Dr. Mona Hanna-Attisha: Hero for Flint


B By Brooke Lamson
In the past five months, Dr. Mona Hanna Attisha has been interviewed by Rolling Stone, Rachel Maddow and media outlets from as far away as England and India. She testified before an Environmental Protection Agency clean water committee in Washington D.C., and participated in on a Huffington Post panel with famed environmental activist Erin ‘Brockovich.
It’s been a bit overwhelming, but one moment stands out for Hanna-Attisha, Director of the Pediatric Residency Program at Hurley Children’s Hospital
and a Michigan State University professor, who gained the international spotlight for her study that revealed the percentage of Flint children with elevated levels of lead in their blood doubled after the city of Flint switched its municipal water source to the Flint River to save money.

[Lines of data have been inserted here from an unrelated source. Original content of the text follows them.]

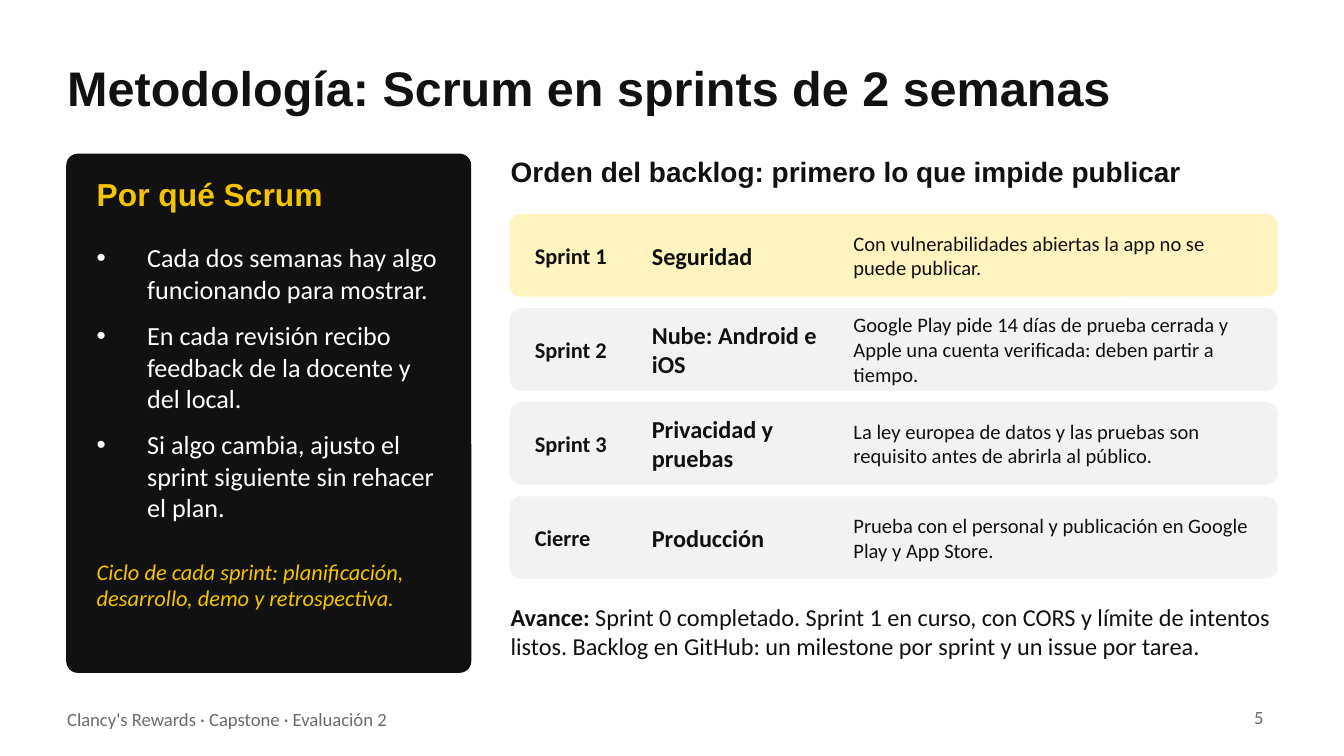
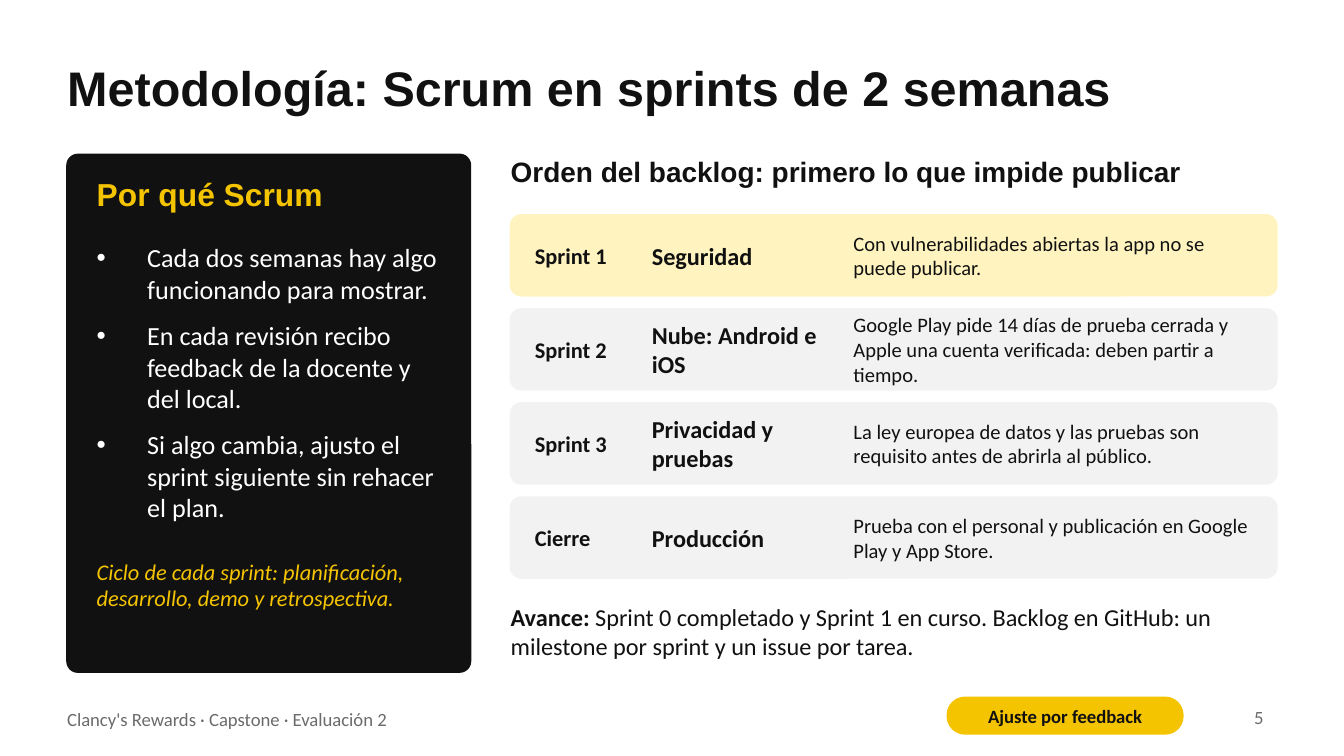
Before and after one commit to 44ndy/clancys-rewards, a slide deck: slide 5 of Fase 2/Evidencias Proyecto/Presentación Proyecto.pptx. Drawn at 1344x756 pixels with LibreOffice and Linux fonts; fonts in the diff are those of the drawing. Boxes give left, top, right and bottom in pixels: in the first picture for what was removed or moved away, otherwise in the second. Text is boxed around its words. In the diff, an @@ line names an element or a change of style, - is before the commit and + after.

Commit message:
Enfocar la presentación en los cambios desde la Fase 1
Contexto y solución quedan en una sola lámina de recordatorio, y se agrega
una lámina con la retroalimentación recibida, lo que se hizo y el avance
del Sprint 1. Las láminas que responden al feedback llevan una etiqueta.

```diff
--- a/Fase 2/Evidencias Proyecto/Presentación Proyecto.pptx
+++ b/Fase 2/Evidencias Proyecto/Presentación Proyecto.pptx
@@ text at (x1=511, y1=609, x2=1210, y2=659): text changed @@
-Avance: Sprint 0 completado. Sprint 1 en curso, con CORS y límite de intentos listos. Backlog en GitHub: un milestone por sprint y un issue por tarea.
+Avance: Sprint 0 completado y Sprint 1 en curso. Backlog en GitHub: un milestone por sprint y un issue por tarea.
@@ rounded rectangle added at (x1=948, y1=698, x2=1183, y2=734), fill #F5C400, outline #F5C400 1 pt @@
@@ text added at (x1=988, y1=710, x2=1142, y2=726), 10 pt, text #111111, bold @@
+Ajuste por feedback
```
Also in this commit, not shown: 4 other slides changed, 1 slide added, 1 slide removed.

It came when a small boy, a second-grade classmate of her daughter, approached her after a talk she gave at the school.

“You’re Layla’s mom. My mom read us the story about how Layla’s mom saved the city from being poisoned,” he told her.
A Hero for Flint
Hanna-Attisha was the right person when Flint needed her most. No wonder a Flint pastor told attendees at an ACLU banquet last year
“God sent us Dr. Mona.” MSNBC anchor  Rachel Maddow echoed that sentiment when she introduced Hanna-Attisha in her December broadcast: “If you are looking for a hero in this story, she is a hero.”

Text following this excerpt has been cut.